Joseph Stieglitz ci ricorda: “se i mercati avessero mantenuto le promesse di migliorare il tenore di vita, tutti i peccati delle imprese, tutte le apparenti ingiustizie sociali, i danni all’ambiente in cui viviamo o lo sfruttamento dei poveri avrebbero potuto essere perdonati. Il capitalismo non riesce a fare ciò che ha promesso e fa cose che non aveva promesso crea diseguaglianza, inquinamento, disoccupazione ed il degrado dei valori al punto che si può accettare tutto e nessuno è responsabile” (Il prezzo della diseguaglianza).
In un recente scritto che prende questa scia, Gianluigi Paragone ha sottolineato: ”il danno maggiore, il rigorismo lo ha fatto distruggendo quell’economia reale che ci ha resi unici nel mondo, nonostante la corruzione, la mafia e tutto il peggio che ci sta appiccicato addosso. Già, perché noi nonostante tutto eravamo dei campioni. Campioni mondiali di risparmio privato; campioni di modelli d’impresa (il modello delle piccolissime, delle piccole e delle medie imprese, dei distretti e dell’artigianato è studiato studiato nelle università estere); campioni persino di un modello di Stato sociale che qualcuno definiva “mediterraneo” per metterlo in relazione con quello scandinavo. Ora? Ora ci hanno obbligati a vivere in un mondo che non è nostro, un mondo fintamente moderno dove l’economia gira sul debito, sulla carta e sull’inganno di meccanismi finanziari. Il dramma è che questo sistema è entrato nelle viscere dello Stato, è entrato come un virus nella Costituzione pure laddove lo Stato dovrebbe avere il primato assoluto. Questo virus neoliberista è entrato nello Stato sociale, proiettando così l’antico welfare state in un nuovo e pericoloso modello di welfare, il welfare bank” (da GANGBANK, di Gianluigi Paragone).
Ecco dunque che nella sacralità di questa festa vale il monito del giovane Marx: “Certamente il lavoro produce meraviglie per i ricchi, ma produce lo spogliamento dell’operaio. Produce palazzi, ma caverne per l’operaio. Produce bellezza, ma deformità per l’operaio.

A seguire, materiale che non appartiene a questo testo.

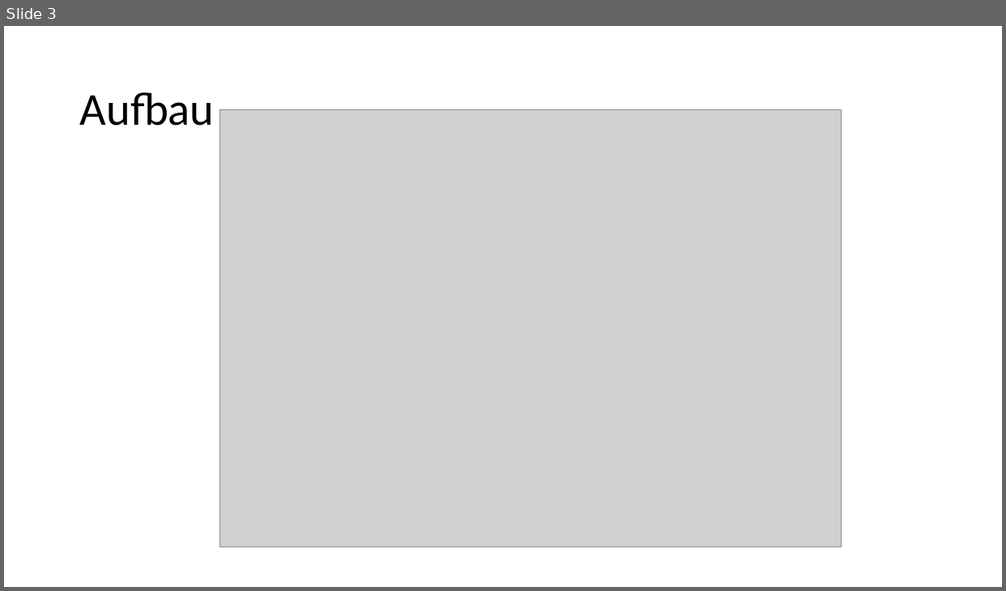
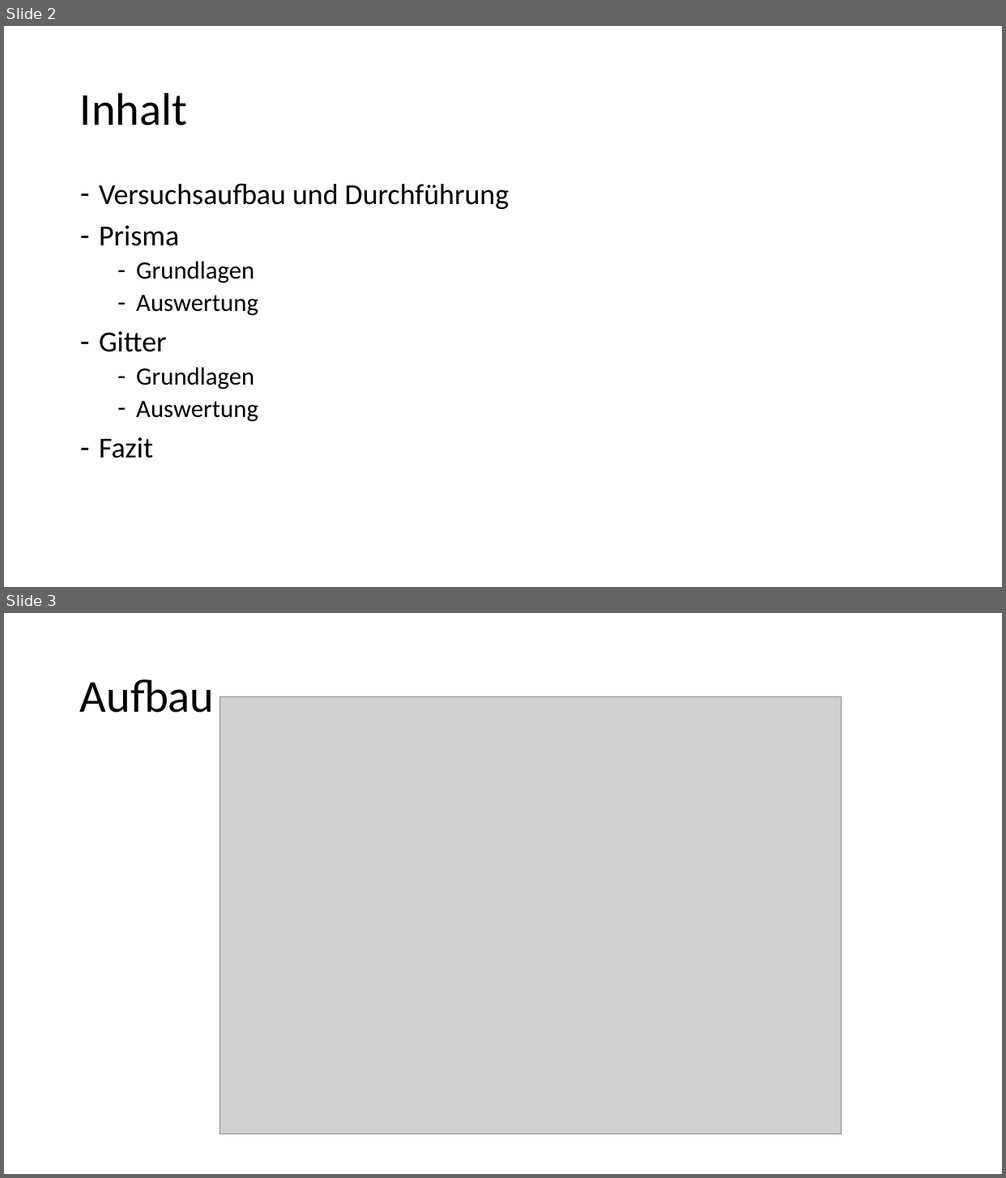
Before and after one commit to thewhitecat/grundpraktikum1, a slide deck: grundpraktikum2/Optik 1/Optik I.pptx. Shown one above the other, each under a label of ours: slide 3 before the commit, slides 2 and 3 after it. The pictures are 1006x591 and 1006x1178 pixels, drawn with LibreOffice and Linux fonts; fonts in the diff are those of the drawing; grey boxes stand for pictures. Boxes give left, top, right and bottom in pixels: in the first picture for what was removed or moved away, otherwise in the second. Text is boxed around its words. In the diff, an @@ line names an element or a change of style, - is before the commit and + after.

```diff
--- a/grundpraktikum2/Optik 1/Optik I.pptx
+++ b/grundpraktikum2/Optik 1/Optik I.pptx
@@ slide 2 added at box(4, 26, 1002, 587), background #FFFFFF @@
@@ title added at box(80, 92, 187, 126), 44 pt, text #000000 @@
+Inhalt
@@ text added at box(99, 183, 509, 459), 28 pt, text #000000 @@
+– Versuchsaufbau und Durchführung
+– Prisma
+  – Grundlagen
+  – Auswertung
+– Gitter
+  – Grundlagen
+  – Auswertung
+– Fazit
```
Also in this commit, not shown: 4 slides changed, 3 other slides added, 1 slide removed.

il lavoro resta esterno all’operaio, cioè non appartiene al suo essere, e che l’operaio quindi non si afferma nel suo lavoro, bensì si nega, non si sente appagato ma infelice, non svolge alcuna libera energia fisica e spirituale, bensì mortifica il suo corpo e rovina il suo spirito” (Manoscritti economici filosofici).

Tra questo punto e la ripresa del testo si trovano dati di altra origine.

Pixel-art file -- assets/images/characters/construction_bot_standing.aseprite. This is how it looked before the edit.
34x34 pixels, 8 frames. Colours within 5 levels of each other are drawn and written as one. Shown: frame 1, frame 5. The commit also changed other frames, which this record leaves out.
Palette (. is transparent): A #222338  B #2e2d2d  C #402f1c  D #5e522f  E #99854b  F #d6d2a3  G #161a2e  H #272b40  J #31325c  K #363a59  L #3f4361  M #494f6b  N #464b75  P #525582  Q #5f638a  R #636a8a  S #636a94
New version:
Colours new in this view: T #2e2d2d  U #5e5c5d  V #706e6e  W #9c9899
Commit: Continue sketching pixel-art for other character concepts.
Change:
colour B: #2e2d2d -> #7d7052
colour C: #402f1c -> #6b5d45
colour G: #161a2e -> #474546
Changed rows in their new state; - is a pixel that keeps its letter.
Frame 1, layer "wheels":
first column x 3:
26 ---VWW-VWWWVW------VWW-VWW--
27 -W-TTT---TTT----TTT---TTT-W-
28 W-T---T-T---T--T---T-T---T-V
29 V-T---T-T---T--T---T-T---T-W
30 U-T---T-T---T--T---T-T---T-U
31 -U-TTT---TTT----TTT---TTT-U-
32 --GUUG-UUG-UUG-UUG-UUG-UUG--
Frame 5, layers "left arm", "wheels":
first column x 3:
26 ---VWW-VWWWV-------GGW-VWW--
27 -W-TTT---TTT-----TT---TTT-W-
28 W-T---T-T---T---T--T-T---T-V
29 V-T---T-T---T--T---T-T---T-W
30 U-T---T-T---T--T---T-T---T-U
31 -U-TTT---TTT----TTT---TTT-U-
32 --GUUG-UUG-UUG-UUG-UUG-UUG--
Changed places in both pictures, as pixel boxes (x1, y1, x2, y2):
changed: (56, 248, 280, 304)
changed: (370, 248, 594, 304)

La stessa dottrina sociale della Chiesa difende il lavoro.
“La gestione dell’impresa non può tenere conto degli interessi dei soli proprietari della stessa, ma deve anche farsi carico di tutte le altre categorie di soggetti che contribuiscono alla vita dell’impresa: i lavoratori, i clienti, i fornitori dei vari fattori di produzione, la comunità di riferimento. Negli ultimi anni si è notata la crescita di una classe cosmopolita di manager, che spesso rispondono solo alle indicazioni degli azionisti di riferimento costituiti in genere da fondi anonimi che stabiliscono di fatto i loro compensi” (Caritas in Veritate, enciclica di Papa Benedetto XVI).
“Dio, che ha dotato l’uomo d’intelligenza, d’immaginazione e di sensibilità, gli ha in tal modo fornito il mezzo onde portare in certo modo a compimento la sua opera: sia egli artista o artigiano, imprenditore, operaio o contadino, ogni lavoratore è un creatore. Chino su una materia che gli resiste, l’operaio le imprime il suo segno, sviluppando nel contempo la sua tenacia, la sua ingegnosità e il suo spirito inventivo. Diremo di più: vissuto in comune, condividendo speranze, sofferenze, ambizioni e gioie, il lavoro unisce le volontà, ravvicina gli spiriti e fonde i cuori: nel compierlo, gli uomini si scoprono fratelli. Il lavoro sviluppa anche la coscienza professionale, il senso del dovere e la carità verso il prossimo”( passim Populorum Progressio).
Se valgono questi principi lo Stato ritorni a riscoprire la sua socialità e diventi risorsa ultima per la salvaguardia dei più deboli e le forze politiche pongano a centro delle loro strategie il lavoro.
Così l’ art. 1 della nostra Carta Fondamentale non è più in solitudine.